14. The electrochemical device of claim 1, wherein the cell stack is electrically connected in series for all the cells to be charged at the same voltage differential between the cathode and the anode.

15. The electrochemical device of claim 1, wherein the feed gas introduced from the gas inlet ports connected with the inter-connected gas flow channels in the cell stack configured to introduce CO2-containing feed gas into the negatively-charged cathode catalytic reaction zone is uniformly distributed among all of the inter-connected gas flow channels in the cell stack.

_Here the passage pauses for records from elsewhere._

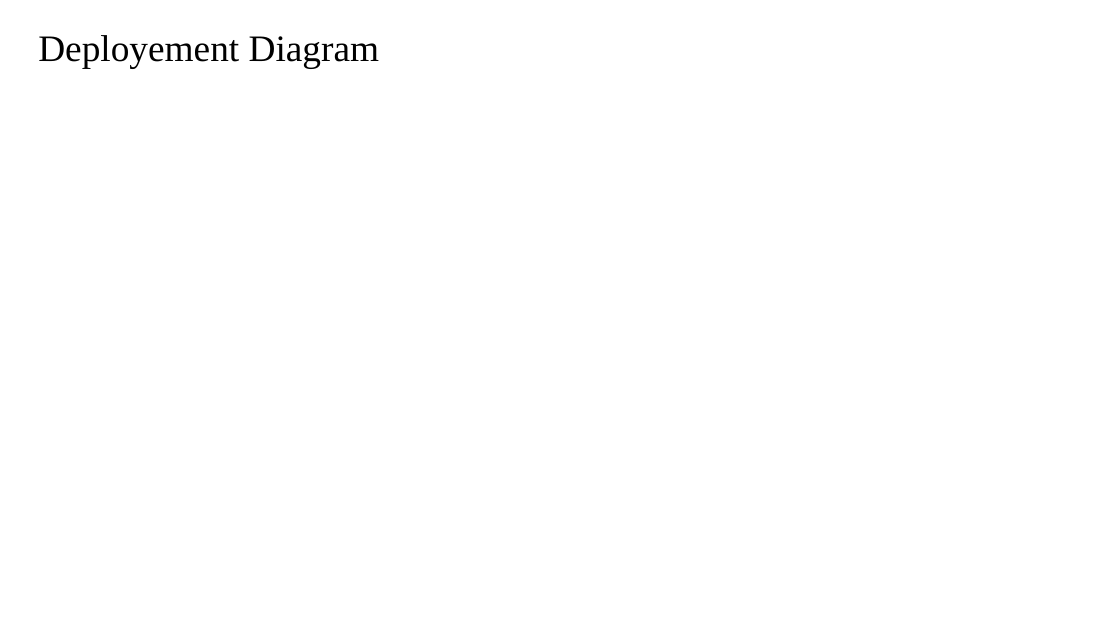
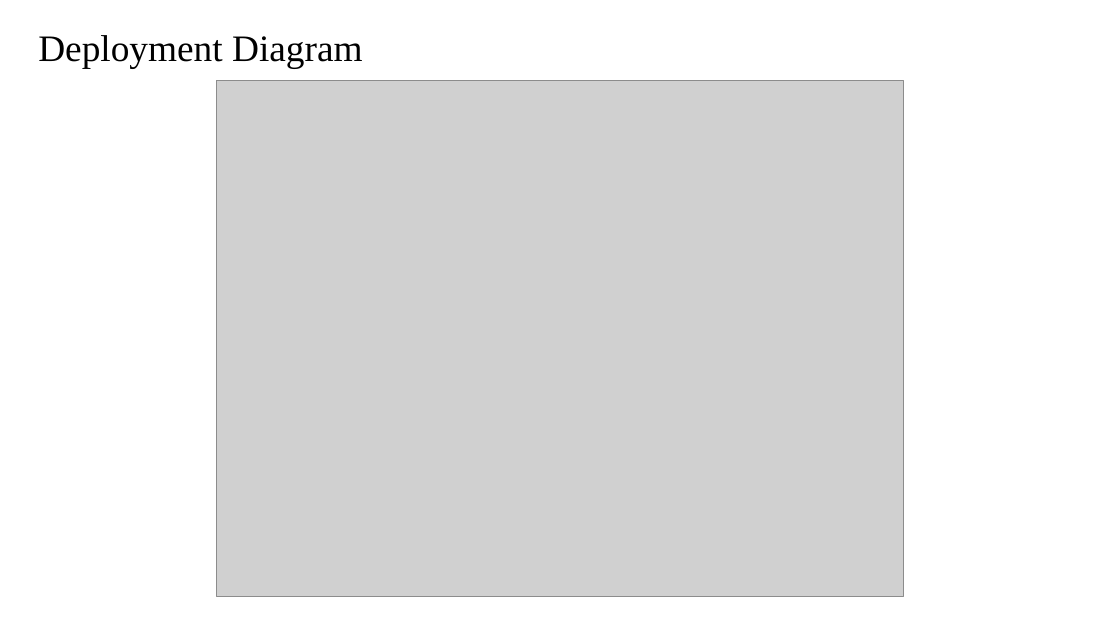
Before and after one commit to Sruthika111/Swiftml, a slide deck: slide 11 of FILES/literature-survey.pptx. Drawn at 1120x630 pixels with LibreOffice and Linux fonts; fonts in the diff are those of the drawing; grey boxes stand for pictures. Boxes give left, top, right and bottom in pixels: in the first picture for what was removed or moved away, otherwise in the second. Text is boxed around its words. In the diff, an @@ line names an element or a change of style, - is before the commit and + after.

```diff
--- a/FILES/literature-survey.pptx
+++ b/FILES/literature-survey.pptx
@@ title at bbox=[38, 35, 363, 68]: text changed @@
-Deployement Diagram
+Deployment Diagram
@@ picture added at bbox=[217, 81, 903, 597] @@
```
Also in this commit, not shown: 5 other slides changed, 1 slide added, 1 slide removed, 26 other files.

16. The electrochemical device of claim 1, wherein the liquid electrolyte solution introduced from the liquid inlet ports connected with the inter-connected liquid flow channels in the cell stack is uniformly distributed among all of the inter-connected liquid flow channels in the cell stack.

17. The electrochemical device of claim 1, wherein the hydrocarbon products are C2+ hydrocarbons comprising at least one of ethylene, ethanol, propanol, acetone, acetone, acetate, and their mixtures.

18. The electrochemical device of claim 1, wherein the porous Nickel alloy sheet has a thickness in a range from about 40 to 200 μm, and has a 35-60% porosity, and a mean pore size of 0.2 to 2.0 μm, free of any pores above 10 μm.

19. The electrochemical device of claim 1, wherein the CO2-containing feed gas contains water vapor of about 2 to 50 vol %.

20. The electrochemical device of claim 1, wherein the CO2-containing feed gas contains less than 2 vol % oxygen.